Using Pydantic with Phenopackets
Pydantic is a popular and fast python library for working with object models in Python.
LinkML auto-generates pydantic. This repo contains pre-generated pydantic models for phenopackets (in addition to an alternate python representation, using classic dataclasses).
import json
from phenopackets.pydantic.model import *
Constructing a Phenopacket
Let's make a very basic phenopacket with a single phenotypic feature.

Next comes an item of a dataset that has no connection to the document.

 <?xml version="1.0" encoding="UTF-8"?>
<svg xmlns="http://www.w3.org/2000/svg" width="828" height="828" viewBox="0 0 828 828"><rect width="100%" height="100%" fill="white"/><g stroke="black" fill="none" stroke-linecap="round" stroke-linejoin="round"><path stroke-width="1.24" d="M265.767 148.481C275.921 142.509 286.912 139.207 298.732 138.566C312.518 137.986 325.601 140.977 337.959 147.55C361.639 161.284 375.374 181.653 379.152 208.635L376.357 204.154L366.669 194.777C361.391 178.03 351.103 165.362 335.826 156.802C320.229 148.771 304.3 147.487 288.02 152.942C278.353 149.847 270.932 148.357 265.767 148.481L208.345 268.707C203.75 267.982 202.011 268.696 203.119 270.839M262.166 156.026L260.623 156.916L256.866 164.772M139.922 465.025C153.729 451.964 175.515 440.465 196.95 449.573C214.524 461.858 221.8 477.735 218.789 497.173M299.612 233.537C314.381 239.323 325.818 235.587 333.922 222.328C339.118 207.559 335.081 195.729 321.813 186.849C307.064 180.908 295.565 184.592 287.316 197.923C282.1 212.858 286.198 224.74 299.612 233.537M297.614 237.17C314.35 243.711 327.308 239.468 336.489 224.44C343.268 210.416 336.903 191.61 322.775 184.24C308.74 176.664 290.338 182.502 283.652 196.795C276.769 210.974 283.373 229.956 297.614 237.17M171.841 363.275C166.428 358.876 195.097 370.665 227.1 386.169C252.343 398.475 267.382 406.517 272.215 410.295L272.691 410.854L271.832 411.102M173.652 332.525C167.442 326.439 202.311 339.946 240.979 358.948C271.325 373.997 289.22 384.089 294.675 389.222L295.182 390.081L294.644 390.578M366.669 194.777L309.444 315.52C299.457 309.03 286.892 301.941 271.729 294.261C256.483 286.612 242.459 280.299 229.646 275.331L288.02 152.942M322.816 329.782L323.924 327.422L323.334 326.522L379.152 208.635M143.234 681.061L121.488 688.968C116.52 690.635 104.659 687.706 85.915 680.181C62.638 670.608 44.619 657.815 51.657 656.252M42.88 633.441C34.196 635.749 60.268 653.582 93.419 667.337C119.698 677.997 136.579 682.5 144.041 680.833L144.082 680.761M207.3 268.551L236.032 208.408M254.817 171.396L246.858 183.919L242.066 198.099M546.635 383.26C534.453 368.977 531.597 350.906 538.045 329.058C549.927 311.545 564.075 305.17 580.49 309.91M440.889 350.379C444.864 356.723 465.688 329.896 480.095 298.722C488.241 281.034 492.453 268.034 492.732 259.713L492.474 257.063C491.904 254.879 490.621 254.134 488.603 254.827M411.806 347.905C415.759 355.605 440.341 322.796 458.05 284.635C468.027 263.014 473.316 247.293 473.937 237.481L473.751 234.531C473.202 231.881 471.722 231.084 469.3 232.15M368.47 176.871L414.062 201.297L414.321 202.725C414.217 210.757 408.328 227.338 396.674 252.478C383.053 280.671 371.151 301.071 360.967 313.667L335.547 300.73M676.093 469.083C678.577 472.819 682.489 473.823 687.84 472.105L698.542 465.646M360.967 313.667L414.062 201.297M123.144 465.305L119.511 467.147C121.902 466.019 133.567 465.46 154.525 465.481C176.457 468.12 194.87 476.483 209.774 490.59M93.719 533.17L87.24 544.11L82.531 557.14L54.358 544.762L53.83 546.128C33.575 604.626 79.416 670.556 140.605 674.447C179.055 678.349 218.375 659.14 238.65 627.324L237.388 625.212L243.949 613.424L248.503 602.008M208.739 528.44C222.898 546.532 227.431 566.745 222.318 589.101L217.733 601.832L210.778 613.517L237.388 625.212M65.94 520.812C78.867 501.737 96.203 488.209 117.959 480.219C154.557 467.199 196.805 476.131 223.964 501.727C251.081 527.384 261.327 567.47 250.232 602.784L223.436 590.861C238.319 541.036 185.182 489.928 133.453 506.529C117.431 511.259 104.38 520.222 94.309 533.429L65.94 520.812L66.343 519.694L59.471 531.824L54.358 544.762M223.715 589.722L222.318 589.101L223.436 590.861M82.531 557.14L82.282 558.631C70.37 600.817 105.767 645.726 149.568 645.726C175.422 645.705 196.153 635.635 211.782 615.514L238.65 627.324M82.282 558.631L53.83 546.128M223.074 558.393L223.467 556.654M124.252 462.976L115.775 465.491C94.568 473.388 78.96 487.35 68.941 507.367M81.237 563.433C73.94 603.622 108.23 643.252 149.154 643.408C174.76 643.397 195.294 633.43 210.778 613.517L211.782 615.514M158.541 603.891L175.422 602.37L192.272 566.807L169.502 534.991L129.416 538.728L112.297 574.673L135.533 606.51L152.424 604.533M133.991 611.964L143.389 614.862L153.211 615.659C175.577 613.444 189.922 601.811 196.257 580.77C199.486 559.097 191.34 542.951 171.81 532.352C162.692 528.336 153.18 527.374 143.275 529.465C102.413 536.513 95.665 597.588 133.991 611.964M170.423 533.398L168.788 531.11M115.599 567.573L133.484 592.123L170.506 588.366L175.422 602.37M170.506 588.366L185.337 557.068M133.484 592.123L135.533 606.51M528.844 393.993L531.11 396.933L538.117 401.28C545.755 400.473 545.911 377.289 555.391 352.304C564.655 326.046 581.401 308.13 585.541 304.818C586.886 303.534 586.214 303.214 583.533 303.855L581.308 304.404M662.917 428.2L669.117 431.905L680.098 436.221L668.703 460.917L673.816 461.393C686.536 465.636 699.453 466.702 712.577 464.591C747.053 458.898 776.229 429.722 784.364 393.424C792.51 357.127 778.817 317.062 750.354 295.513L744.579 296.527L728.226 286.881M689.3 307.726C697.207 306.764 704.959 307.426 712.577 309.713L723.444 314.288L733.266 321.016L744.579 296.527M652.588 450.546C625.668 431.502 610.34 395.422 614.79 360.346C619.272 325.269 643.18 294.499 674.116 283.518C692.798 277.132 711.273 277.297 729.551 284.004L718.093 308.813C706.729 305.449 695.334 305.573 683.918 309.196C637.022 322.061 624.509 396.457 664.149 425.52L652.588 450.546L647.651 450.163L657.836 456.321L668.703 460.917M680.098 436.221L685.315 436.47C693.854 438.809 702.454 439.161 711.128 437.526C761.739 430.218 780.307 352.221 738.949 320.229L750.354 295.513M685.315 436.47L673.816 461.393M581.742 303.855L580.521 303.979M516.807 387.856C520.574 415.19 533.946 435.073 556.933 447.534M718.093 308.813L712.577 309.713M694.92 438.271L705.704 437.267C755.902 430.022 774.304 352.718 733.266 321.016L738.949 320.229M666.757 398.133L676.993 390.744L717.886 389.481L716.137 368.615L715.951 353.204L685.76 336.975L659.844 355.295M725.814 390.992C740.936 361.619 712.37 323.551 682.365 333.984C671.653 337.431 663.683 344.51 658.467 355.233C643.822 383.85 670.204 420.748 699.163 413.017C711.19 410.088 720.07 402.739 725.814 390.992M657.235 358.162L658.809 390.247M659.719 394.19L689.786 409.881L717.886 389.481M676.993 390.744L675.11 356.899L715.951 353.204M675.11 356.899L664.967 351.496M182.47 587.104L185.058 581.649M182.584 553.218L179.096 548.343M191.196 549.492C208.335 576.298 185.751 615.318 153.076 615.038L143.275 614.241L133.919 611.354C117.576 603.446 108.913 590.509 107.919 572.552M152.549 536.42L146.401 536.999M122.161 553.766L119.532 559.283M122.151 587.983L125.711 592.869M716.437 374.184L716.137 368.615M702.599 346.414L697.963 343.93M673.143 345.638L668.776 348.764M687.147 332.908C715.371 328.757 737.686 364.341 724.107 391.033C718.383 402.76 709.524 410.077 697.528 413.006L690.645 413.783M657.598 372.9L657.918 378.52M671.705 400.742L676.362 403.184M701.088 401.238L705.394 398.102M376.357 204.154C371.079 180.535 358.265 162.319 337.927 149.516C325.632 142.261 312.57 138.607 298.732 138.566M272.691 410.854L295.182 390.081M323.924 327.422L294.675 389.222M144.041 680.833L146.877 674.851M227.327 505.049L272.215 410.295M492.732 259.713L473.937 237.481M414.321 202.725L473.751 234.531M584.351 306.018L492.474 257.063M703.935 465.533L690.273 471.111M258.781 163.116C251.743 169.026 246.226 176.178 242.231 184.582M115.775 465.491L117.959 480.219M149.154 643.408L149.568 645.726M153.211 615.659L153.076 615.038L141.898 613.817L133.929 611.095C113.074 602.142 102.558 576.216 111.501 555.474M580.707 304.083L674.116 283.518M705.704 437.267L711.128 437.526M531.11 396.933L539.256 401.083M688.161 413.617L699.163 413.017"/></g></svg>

We'll do the feature first
pf1 = PhenotypicFeature(
type=OntologyClass(id="HP:0030084", label="Clinodactyly"),
onset=TimeElement(age=Age(iso8601duration="P5Y")
))
then the packet
pkt = Phenopacket(
id="PP1",
phenotypicFeatures=[pf1],
metaData=MetaData(
created="2021-01-01",
)
)
Exporting to JSON
Pydantic gives us a simple way to export to JSON
print(pkt.model_dump_json(indent=2))
Importing from JSON
Everything works in reverse too
import json
json_str = pkt.model_dump_json(indent=2)
pkt2 = Phenopacket(**json.loads(json_str))
print(pkt2.phenotypicFeatures[0].type.label)
Validation
One advantage of Pydantic is that it gives us validation at the time of object creation
(It also provides many type hints in your IDE, which can be very helpful)
Remember, all of this comes from the LinkML schema - we didn't manually author any pydantic.
Let's try and make a feature without an HPO ID:
pf1 = PhenotypicFeature(
type=OntologyClass(label="Clinodactyly"),
onset=TimeElement(age=Age(iso8601duration="P5Y")
))
Perfect! This is exactly what we want.